The RB model is related to the bowtie diagram defined by the hazard identification phase. This structure is also the result of workshops and follow-up communications with the involved oil company. Further validation may be sought by the Norwegian Petroleum Safety Authority principles for barrier management in the petroleum industry [68
The accident investigation report of the Macondo blowout accident [76
] showed that some barriers had limited ability in performing the desired functions before the catastrophic event. The barrier structure should reflect the relationship between function and systems, which highlights its capabilities and limitations. The model is intentionally revisable to favor expert judgment input, but total coherence is needed. Sets of predefined indicators, such as the REWIs, may be used by peer reviewers for comparative assessment [62
]. The weights assigned to the indicators have been considered uniform in this work due to limited feedback from the company, and accurate weighing enables further model refinement. This weighing is possible via AHP, which is valid only if the weight judgment is coherent [71
Partial sets of risk indicators (input) can negatively affect the model and assessed risk. This work considers only a representative set of indicators and related values. A detailed integration is necessary for industrial applications. For instance, accurate human reliability indicators may be integrated by the SPAR-H (standardized plant analysis risk-human reliability analysis) method to estimate human error probabilities in the petroleum industry [77
RB enables drill-down capabilities, which indicates that the user can understand the cause of risk changes, which may reside in anomalous barrier performance. RB ensures that guidance given to operational staff and experts across systems pertains to parameters that can be directly controlled. The risk level is expressed by a barometer-type visualization and a trend over time. Results that accurately and proactively reflect critical conditions should not only be indicated by these risk indexes but also support user decision-making.
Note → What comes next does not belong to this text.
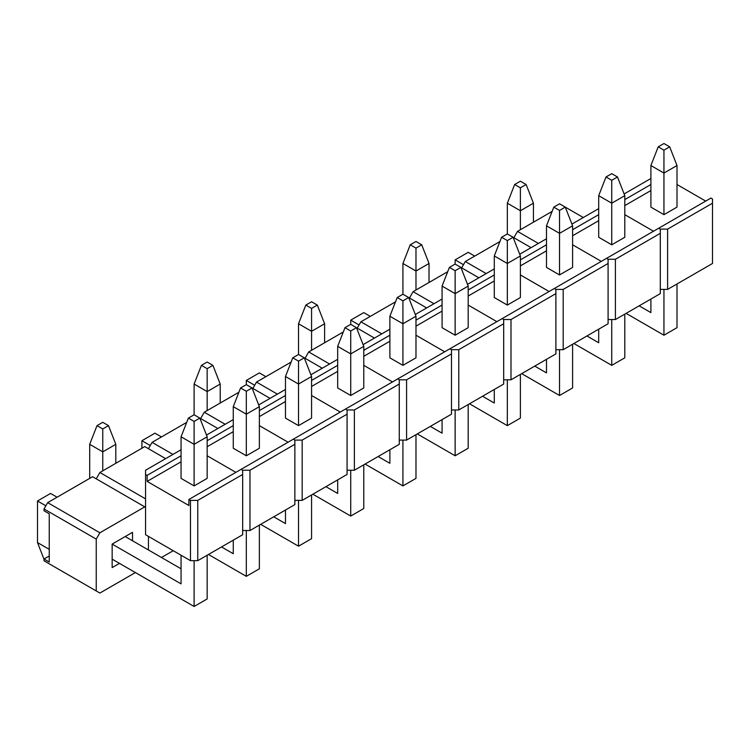 <?xml version="1.0" encoding="UTF-8"?>
<svg xmlns="http://www.w3.org/2000/svg" width="750" height="750" viewBox="0 0 750 750"><rect width="100%" height="100%" fill="white"/><g stroke="black" fill="none" stroke-linecap="round" stroke-linejoin="round"><path stroke-width="1.12" d="M199.856 418.097L194.109 414.788L188.372 418.097L194.109 421.416L199.856 418.097L207.159 436.781L194.109 444.319L194.109 485.916L181.059 478.378L181.059 436.781L194.109 444.319L194.109 485.916L207.159 478.378L207.159 436.781L207.159 478.378L194.109 485.916L181.059 478.378L181.059 436.781L194.109 444.319L194.109 421.416L199.856 418.097L194.109 414.788L188.372 418.097L181.059 436.781L188.372 418.097L194.109 421.416L194.109 444.319L207.159 436.781L199.856 418.097L217.866 428.494L199.856 418.097M207.159 598.941L207.159 555.234L207.159 598.941L194.109 606.478L207.159 598.941M194.109 560.662L194.109 606.478L112.153 559.153L194.109 606.478L194.109 560.662M50.55 564.581L44.812 561.262L50.55 564.581M37.5 542.578L37.5 500.981L50.55 493.453L37.5 500.981L45.853 505.809L37.5 500.981L37.5 542.578L44.025 559.266L37.5 542.578L49.247 549.356L37.5 542.578M112.153 544.087L181.059 583.866L181.059 555.234L181.059 583.866L112.153 544.087L125.203 536.55L181.059 568.8L125.203 536.55L132.516 532.331L132.516 540.769L132.516 532.331L112.153 544.087L132.516 532.331L112.153 544.087L112.153 567.591L112.153 544.087M57.075 497.222L50.55 493.453L57.075 497.222M304.266 357.816L298.519 354.506L292.781 357.816L298.519 361.134L304.266 357.816L311.569 376.509L298.519 384.037L298.519 425.634L285.469 418.097L285.469 376.509L298.519 384.037L298.519 425.634L311.569 418.097L311.569 376.509L311.569 418.097L298.519 425.634L285.469 418.097L285.469 376.509L298.519 384.037L298.519 361.134L304.266 357.816L298.519 354.506L292.781 357.816L285.469 376.509L292.781 357.816L298.519 361.134L298.519 384.037L311.569 376.509L304.266 357.816M311.569 538.659L311.569 494.953L311.569 538.659L298.519 546.197L311.569 538.659M298.519 500.381L298.519 546.197L260.672 524.344L298.519 546.197L298.519 500.381M141.909 448.238L141.909 440.709L154.959 433.172L141.909 440.709L150.262 445.528L141.909 440.709L141.909 448.238M273.722 516.806L285.469 523.594L285.469 510.028L285.469 523.594L273.722 516.806M161.484 436.941L154.959 433.172L161.484 436.941M408.675 297.544L402.928 294.225L397.191 297.544L402.928 300.853L408.675 297.544L415.978 316.228L402.928 323.766L402.928 365.353L389.878 357.816L389.878 316.228L402.928 323.766L402.928 365.353L415.978 357.816L415.978 316.228L415.978 357.816L402.928 365.353L389.878 357.816L389.878 316.228L402.928 323.766L402.928 300.853L408.675 297.544L402.928 294.225L397.191 297.544L389.878 316.228L397.191 297.544L402.928 300.853L402.928 323.766L415.978 316.228L408.675 297.544L426.684 307.941L408.675 297.544M415.978 478.378L415.978 434.681L415.978 478.378L402.928 485.916L415.978 478.378M402.928 440.1L402.928 485.916L365.081 464.062L402.928 485.916L402.928 440.1M246.319 384.647L246.319 380.428L259.369 372.891L246.319 380.428L254.672 385.247L246.319 380.428L246.319 384.647L240.572 387.956L246.319 391.275L252.056 387.956L246.319 384.647L252.056 387.956L259.369 406.65L246.319 414.178L246.319 455.775L246.319 414.178L233.269 406.65L233.269 448.238L233.269 406.65L240.572 387.956L246.319 391.275L252.056 387.956L259.369 406.65L246.319 414.178L246.319 391.275L246.319 414.178L233.269 406.65L240.572 387.956L246.319 384.647M378.131 456.525L389.878 463.312L389.878 449.747L389.878 463.312L378.131 456.525M265.894 376.659L259.369 372.891L265.894 376.659M513.084 237.263L507.337 233.944L501.591 237.263L507.337 240.572L513.084 237.263L520.388 255.947L507.337 263.484L507.337 305.072L494.288 297.544L494.288 255.947L507.337 263.484L507.337 305.072L520.388 297.544L520.388 255.947L520.388 297.544L507.337 305.072L494.288 297.544L494.288 255.947L507.337 263.484L507.337 240.572L513.084 237.263L507.337 233.944L501.591 237.263L494.288 255.947L501.591 237.263L507.337 240.572L507.337 263.484L520.388 255.947L513.084 237.263L531.094 247.659L513.084 237.263M520.388 418.097L520.388 374.4L520.388 418.097L507.337 425.634L520.388 418.097M507.337 379.819L507.337 425.634L469.491 403.781L507.337 425.634L507.337 379.819M350.728 324.366L350.728 320.147L363.778 312.609L350.728 320.147L359.081 324.966L350.728 320.147L350.728 324.366L344.981 327.675L350.728 330.994L356.466 327.675L350.728 324.366L356.466 327.675L363.778 346.369L350.728 353.897L350.728 395.494L350.728 353.897L337.678 346.369L337.678 387.956L337.678 346.369L344.981 327.675L350.728 330.994L356.466 327.675L363.778 346.369L350.728 353.897L350.728 330.994L350.728 353.897L337.678 346.369L344.981 327.675L350.728 324.366M482.541 396.253L494.288 403.031L494.288 389.466L494.288 403.031L482.541 396.253M370.303 316.378L363.778 312.609L370.303 316.378M617.484 176.981L611.747 173.663L606 176.981L611.747 180.3L617.484 176.981L624.797 195.666L611.747 203.203L611.747 244.8L598.697 237.263L598.697 195.666L611.747 203.203L611.747 244.8L624.797 237.263L624.797 195.666L624.797 237.263L611.747 244.8L598.697 237.263L598.697 195.666L611.747 203.203L611.747 180.3L617.484 176.981L611.747 173.663L606 176.981L598.697 195.666L606 176.981L611.747 180.3L611.747 203.203L624.797 195.666L617.484 176.981M624.797 357.825L624.797 314.119L624.797 357.825L611.747 365.353L624.797 357.825M611.747 319.547L611.747 365.353L573.9 343.509L611.747 365.353L611.747 319.547M455.138 264.084L455.138 259.866L468.188 252.328L455.138 259.866L463.491 264.694L455.138 259.866L455.138 264.084L449.391 267.403L455.138 270.712L460.875 267.403L455.138 264.084L460.875 267.403L468.188 286.088L455.138 293.625L455.138 335.212L455.138 293.625L442.078 286.088L442.078 327.684L442.078 286.088L449.391 267.403L455.138 270.712L460.875 267.403L468.188 286.088L455.138 293.625L455.138 270.712L455.138 293.625L442.078 286.088L449.391 267.403L455.138 264.084M586.95 335.972L598.697 342.75L598.697 329.184L598.697 342.75L586.95 335.972M474.713 256.097L468.188 252.328L474.713 256.097M259.369 568.8L259.369 525.094L259.369 568.8L246.319 576.337L259.369 568.8M259.369 448.238L259.369 406.65L259.369 448.238L246.319 455.775L233.269 448.238L246.319 455.775L259.369 448.238M246.319 530.522L246.319 576.337L208.472 554.484L246.319 576.337L246.319 530.522M89.7 478.378L89.7 444.319L89.7 478.378M108.497 425.634L102.759 422.316L97.013 425.634L102.759 428.953L108.497 425.634L115.809 444.319L102.759 451.856L102.759 470.85L102.759 451.856L89.7 444.319L97.013 425.634L102.759 428.953L108.497 425.634L115.809 444.319L102.759 451.856L102.759 428.953L102.759 451.856L89.7 444.319L97.013 425.634L102.759 422.316L108.497 425.634M115.809 463.312L115.809 444.319L115.809 463.312M221.522 546.947L233.269 553.734L233.269 540.169L233.269 553.734L221.522 546.947M363.778 508.519L363.778 464.812L363.778 508.519L350.728 516.056L363.778 508.519M363.778 387.956L363.778 346.369L363.778 387.956L350.728 395.494L337.678 387.956L350.728 395.494L363.778 387.956M350.728 470.241L350.728 516.056L312.872 494.203L350.728 516.056L350.728 470.241M194.109 414.788L194.109 384.047L194.109 414.788M212.906 365.353L207.159 362.044L201.422 365.353L207.159 368.672L212.906 365.353L220.219 384.047L207.159 391.575L207.159 410.569L207.159 391.575L194.109 384.047L201.422 365.353L207.159 368.672L212.906 365.353L220.219 384.047L207.159 391.575L207.159 368.672L207.159 391.575L194.109 384.047L201.422 365.353L207.159 362.044L212.906 365.353M220.219 403.031L220.219 384.047L220.219 403.031M325.931 486.666L337.678 493.453L337.678 479.887L337.678 493.453L325.931 486.666M468.188 448.238L468.188 404.541L468.188 448.238L455.138 455.775L468.188 448.238M468.188 327.684L468.188 286.088L468.188 327.684L455.138 335.212L442.078 327.684L455.138 335.212L468.188 327.684M455.138 409.959L455.138 455.775L417.281 433.922L455.138 455.775L455.138 409.959M298.519 354.506L298.519 323.766L298.519 354.506M317.316 305.072L311.569 301.762L305.831 305.072L311.569 308.391L317.316 305.072L324.619 323.766L311.569 331.294L311.569 350.287L311.569 331.294L298.519 323.766L305.831 305.072L311.569 308.391L317.316 305.072L324.619 323.766L311.569 331.294L311.569 308.391L311.569 331.294L298.519 323.766L305.831 305.072L311.569 301.762L317.316 305.072M324.619 342.75L324.619 323.766L324.619 342.75M430.331 426.394L442.078 433.172L442.078 419.606L442.078 433.172L430.331 426.394M565.284 207.122L559.538 203.803L553.8 207.122L559.538 210.431L565.284 207.122L572.597 225.806L559.538 233.344L559.538 274.931L559.538 233.344L546.487 225.806L546.487 267.403L546.487 225.806L553.8 207.122L559.538 210.431L565.284 207.122L572.597 225.806L559.538 233.344L559.538 210.431L559.538 233.344L546.487 225.806L553.8 207.122L559.538 203.803L583.294 217.519L565.284 207.122M572.597 387.966L572.597 344.259L572.597 387.966L559.538 395.494L572.597 387.966M572.597 267.403L572.597 225.806L572.597 267.403L559.538 274.931L546.487 267.403L559.538 274.931L572.597 267.403M559.538 349.688L559.538 395.494L521.691 373.641L559.538 395.494L559.538 349.688M402.928 294.225L402.928 263.484L402.928 294.225M421.725 244.8L415.978 241.481L410.241 244.8L415.978 248.109L421.725 244.8L429.028 263.484L415.978 271.022L415.978 290.006L415.978 271.022L402.928 263.484L410.241 244.8L415.978 248.109L421.725 244.8L429.028 263.484L415.978 271.022L415.978 248.109L415.978 271.022L402.928 263.484L410.241 244.8L415.978 241.481L421.725 244.8M429.028 282.469L429.028 263.484L429.028 282.469M534.741 366.112L546.487 372.891L546.487 359.325L546.487 372.891L534.741 366.112M669.694 146.841L663.947 143.522L658.209 146.841L663.947 150.159L669.694 146.841L676.997 165.525L663.947 173.062L663.947 214.659L663.947 173.062L650.897 165.525L650.897 207.122L650.897 165.525L658.209 146.841L663.947 150.159L669.694 146.841L676.997 165.525L663.947 173.062L663.947 150.159L663.947 173.062L650.897 165.525L658.209 146.841L663.947 143.522L669.694 146.841M676.997 327.684L676.997 283.978L676.997 327.684L663.947 335.212L676.997 327.684M676.997 207.122L676.997 165.525L676.997 207.122L663.947 214.659L650.897 207.122L663.947 214.659L676.997 207.122M663.947 289.406L663.947 335.212L626.1 313.369L663.947 335.212L663.947 289.406M507.337 233.944L507.337 203.203L507.337 233.944M526.134 184.519L520.388 181.2L514.65 184.519L520.388 187.828L526.134 184.519L533.438 203.203L520.388 210.741L520.388 229.725L520.388 210.741L507.337 203.203L514.65 184.519L520.388 187.828L526.134 184.519L533.438 203.203L520.388 210.741L520.388 187.828L520.388 210.741L507.337 203.203L514.65 184.519L520.388 181.2L526.134 184.519M533.438 222.188L533.438 203.203L533.438 222.188M639.15 305.831L650.897 312.609L650.897 299.044L650.897 312.609L639.15 305.831M92.578 476.719L47.681 502.641L44.025 508.969L44.025 510.778L49.247 513.797L49.247 562.022L44.025 559.003L44.025 560.812L96.234 590.953L96.234 539.109L44.025 508.969L44.025 510.778L49.247 513.797L49.247 562.022L44.025 559.003L44.025 560.812L99.881 593.062L47.681 562.922L99.881 593.062L135.384 572.569L99.881 593.062L96.234 590.953L96.234 539.109L44.025 508.969L47.681 502.641L99.881 532.781L144.778 506.859L92.578 476.719L47.681 502.641L99.881 532.781L96.234 539.109L99.881 532.781L144.778 506.859L92.578 476.719M148.434 536.4L148.434 549.966L148.434 536.4M49.247 555.994L44.025 559.003L49.247 555.994M145.566 507.319L144.778 506.859L145.566 507.319M119.456 563.372L112.153 567.591L119.456 563.372M188.887 499.481L241.097 469.341L242.662 470.241L242.662 474.459L197.766 500.381L190.463 500.381L188.887 499.481L188.887 505.509L147.131 481.397L147.131 475.369L145.566 474.459L145.566 534.741L190.463 560.662L190.463 500.381L188.887 499.481L188.887 505.509L147.131 481.397L181.059 461.803L147.131 481.397L147.131 475.369L145.566 474.459L145.566 470.241L181.059 449.747L145.566 470.241L145.566 534.741L190.463 560.662L190.463 500.381L197.766 500.381L197.766 560.662L242.662 534.741L242.662 474.459L197.766 500.381L197.766 560.662L190.463 560.662L197.766 560.662L242.662 534.741L242.662 470.241L241.097 469.341L242.662 470.241L241.097 469.341L188.887 499.481M207.159 455.775L235.875 472.35L207.159 455.775M181.059 455.775L147.131 475.369L181.059 455.775M144.778 446.578L99.881 472.5L96.234 478.828L99.881 472.5L145.566 498.872L99.881 472.5L144.778 446.578L165.656 458.634L144.778 446.578M173.231 550.716L161.484 557.494L173.231 550.716M186.694 422.381L152.091 442.359L148.434 448.697L152.091 442.359L172.969 454.416L152.091 442.359L186.694 422.381M238.894 392.241L204.291 412.219L200.634 418.556L204.291 412.219L225.169 424.275L204.291 412.219L238.894 392.241M270.066 398.363L252.056 387.966L270.066 398.363M291.103 362.1L256.5 382.087L252.844 388.416L256.5 382.087L277.378 394.134L256.5 382.087L291.103 362.1M322.275 368.222L304.266 357.825L322.275 368.222M343.303 331.969L308.7 351.947L305.044 358.275L308.7 351.947L329.578 364.003L308.7 351.947L343.303 331.969M374.475 338.081L356.466 327.684L374.475 338.081M395.512 301.828L360.909 321.806L357.253 328.134L360.909 321.806L381.788 333.863L360.909 321.806L395.512 301.828M447.712 271.688L413.109 291.666L409.453 297.994L413.109 291.666L433.988 303.722L413.109 291.666L447.712 271.688M478.884 277.8L460.875 267.403L478.884 277.8M499.922 241.547L465.309 261.525L461.663 267.853L465.309 261.525L486.197 273.581L465.309 261.525L499.922 241.547M552.122 211.406L517.519 231.384L513.862 237.713L517.519 231.384L538.397 243.441L517.519 231.384L552.122 211.406M241.097 469.341L293.297 439.2L294.862 440.1L294.862 444.319L249.975 470.241L242.662 470.241L249.975 470.241L249.975 530.522L294.862 504.6L294.862 444.319L249.975 470.241L249.975 530.522L242.662 530.522L249.975 530.522L294.862 504.6L294.862 440.1L293.297 439.2L294.862 440.1L293.297 439.2L241.097 469.341M259.369 425.634L288.084 442.209L259.369 425.634M206.494 435.066L233.269 419.606L206.494 435.066M233.269 425.634L207.159 440.7L233.269 425.634M207.159 446.728L233.269 431.663L207.159 446.728M293.297 439.2L345.506 409.059L347.072 409.959L347.072 414.178L302.175 440.1L294.862 440.1L302.175 440.1L302.175 500.381L347.072 474.459L347.072 414.178L302.175 440.1L302.175 500.381L294.862 500.381L302.175 500.381L347.072 474.459L347.072 409.959L345.506 409.059L347.072 409.959L345.506 409.059L293.297 439.2M311.569 395.494L340.284 412.069L311.569 395.494M258.694 404.925L285.469 389.466L258.694 404.925M285.469 395.494L259.369 410.569L285.469 395.494M259.369 416.597L285.469 401.522L259.369 416.597M345.506 409.059L397.706 378.919L399.272 379.819L399.272 384.037L354.375 409.959L347.072 409.959L354.375 409.959L354.375 470.241L399.272 444.319L399.272 384.037L354.375 409.959L354.375 470.241L347.072 470.241L354.375 470.241L399.272 444.319L399.272 379.819L397.706 378.919L399.272 379.819L397.706 378.919L345.506 409.059M363.778 365.353L392.484 381.928L363.778 365.353M310.903 374.784L337.678 359.325L310.903 374.784M337.678 365.353L311.569 380.428L337.678 365.353M311.569 386.456L337.678 371.381L311.569 386.456M397.706 378.919L449.916 348.778L451.481 349.678L451.481 353.906L406.584 379.819L399.272 379.819L406.584 379.819L406.584 440.1L451.481 414.178L451.481 353.906L406.584 379.819L406.584 440.1L399.272 440.1L406.584 440.1L451.481 414.178L451.481 349.678L449.916 348.778L451.481 349.678L449.916 348.778L397.706 378.919M415.978 335.212L444.694 351.788L415.978 335.212M363.103 344.644L389.878 329.184L363.103 344.644M389.878 335.212L363.778 350.287L389.878 335.212M363.778 356.316L389.878 341.241L363.778 356.316M449.916 348.778L502.116 318.637L503.681 319.547L503.681 323.766L458.784 349.678L451.481 349.678L458.784 349.678L458.784 409.959L503.681 384.047L503.681 323.766L458.784 349.678L458.784 409.959L451.481 409.959L458.784 409.959L503.681 384.047L503.681 319.547L502.116 318.637L503.681 319.547L502.116 318.637L449.916 348.778M468.188 305.072L496.894 321.656L468.188 305.072M415.303 314.503L442.078 299.044L415.303 314.503M442.078 305.072L415.978 320.147L442.078 305.072M415.978 326.175L442.078 311.1L415.978 326.175M502.116 318.637L554.325 288.497L555.891 289.406L555.891 293.625L510.994 319.547L503.681 319.547L510.994 319.547L510.994 379.819L555.891 353.906L555.891 293.625L510.994 319.547L510.994 379.819L503.681 379.819L510.994 379.819L555.891 353.906L555.891 289.406L554.325 288.497L555.891 289.406L554.325 288.497L502.116 318.637M520.388 274.931L549.103 291.516L520.388 274.931M467.512 284.363L494.288 268.903L467.512 284.363M494.288 274.931L468.188 290.006L494.288 274.931M468.188 296.034L494.288 280.959L468.188 296.034M554.325 288.497L606.525 258.356L608.091 259.266L608.091 263.484L563.194 289.406L555.891 289.406L563.194 289.406L563.194 349.688L608.091 323.766L608.091 263.484L563.194 289.406L563.194 349.688L555.891 349.688L563.194 349.688L608.091 323.766L608.091 259.266L606.525 258.356L608.091 259.266L606.525 258.356L554.325 288.497M572.597 244.8L601.303 261.375L572.597 244.8M519.712 254.222L546.487 238.772L519.712 254.222M546.487 244.8L520.388 259.866L546.487 244.8M520.388 265.894L546.487 250.828L520.388 265.894M606.525 258.356L658.734 228.216L660.3 229.125L660.3 233.344L615.403 259.266L608.091 259.266L615.403 259.266L615.403 319.547L660.3 293.625L660.3 233.344L615.403 259.266L615.403 319.547L608.091 319.547L615.403 319.547L660.3 293.625L660.3 229.125L658.734 228.216L660.3 229.125L658.734 228.216L606.525 258.356M624.797 214.659L653.513 231.234L624.797 214.659M571.922 224.091L598.697 208.631L571.922 224.091M598.697 214.659L572.597 229.725L598.697 214.659M572.597 235.753L598.697 220.688L572.597 235.753M658.734 228.216L710.934 198.075L712.5 198.984L712.5 203.203L667.603 229.125L660.3 229.125L667.603 229.125L667.603 289.406L712.5 263.484L712.5 203.203L667.603 229.125L667.603 289.406L660.3 289.406L667.603 289.406L712.5 263.484L712.5 198.984L710.934 198.075L658.734 228.216M676.997 184.519L705.712 201.094L676.997 184.519M624.122 193.95L650.897 178.491L624.122 193.95M650.897 184.519L624.797 199.584L650.897 184.519M624.797 205.612L650.897 190.547L624.797 205.612"/></g></svg>

The RB is explicitly designed to easily adapt to the user’s needs [32
] based on the feedback collected within the involved company.
In this work, an advanced approach to support the validation of DRA techniques dedicated to the process industry was illustrated. The validation approach relies on three parallel strategies: (i) Reality check, (ii) benchmark, and (iii) peer review.
The benefits of the suggested approach are the completeness and quality of the evaluation. These benefits are ensured by the application of different kinds of methods, which were previously proposed only for standard risk analysis. The effectiveness was demonstrated by a specific validation study. The RB, which is a novel method developed for DRA in the framework of O&G installations, was analyzed by the application of a case study to address sand erosion integrity in virtual O&G cluster, including an FPSO unit. The results from a past accident analysis confirmed the criticality of erosion/corrosion scenarios, as identified by the RB. Moreover, the dynamic nature of the event, which legitimizes the use of dynamic tools such as RB, was highlighted. The benchmark evaluation showed excellent conformity within the results from the RB and TEC2O factors, which validates the applicability of the RB indicators for the event with a loss of containment. A specific procedure for peer review that involves experts from the industrial domain confirmed the suitability of the RB in actual field applications.
This allows building consensus and trust in DRA techniques, as they represent a concrete solution for the implementation of integrated and safety-supported operations across the geographical, organizational, and disciplinary boundaries of the O&G industrial systems.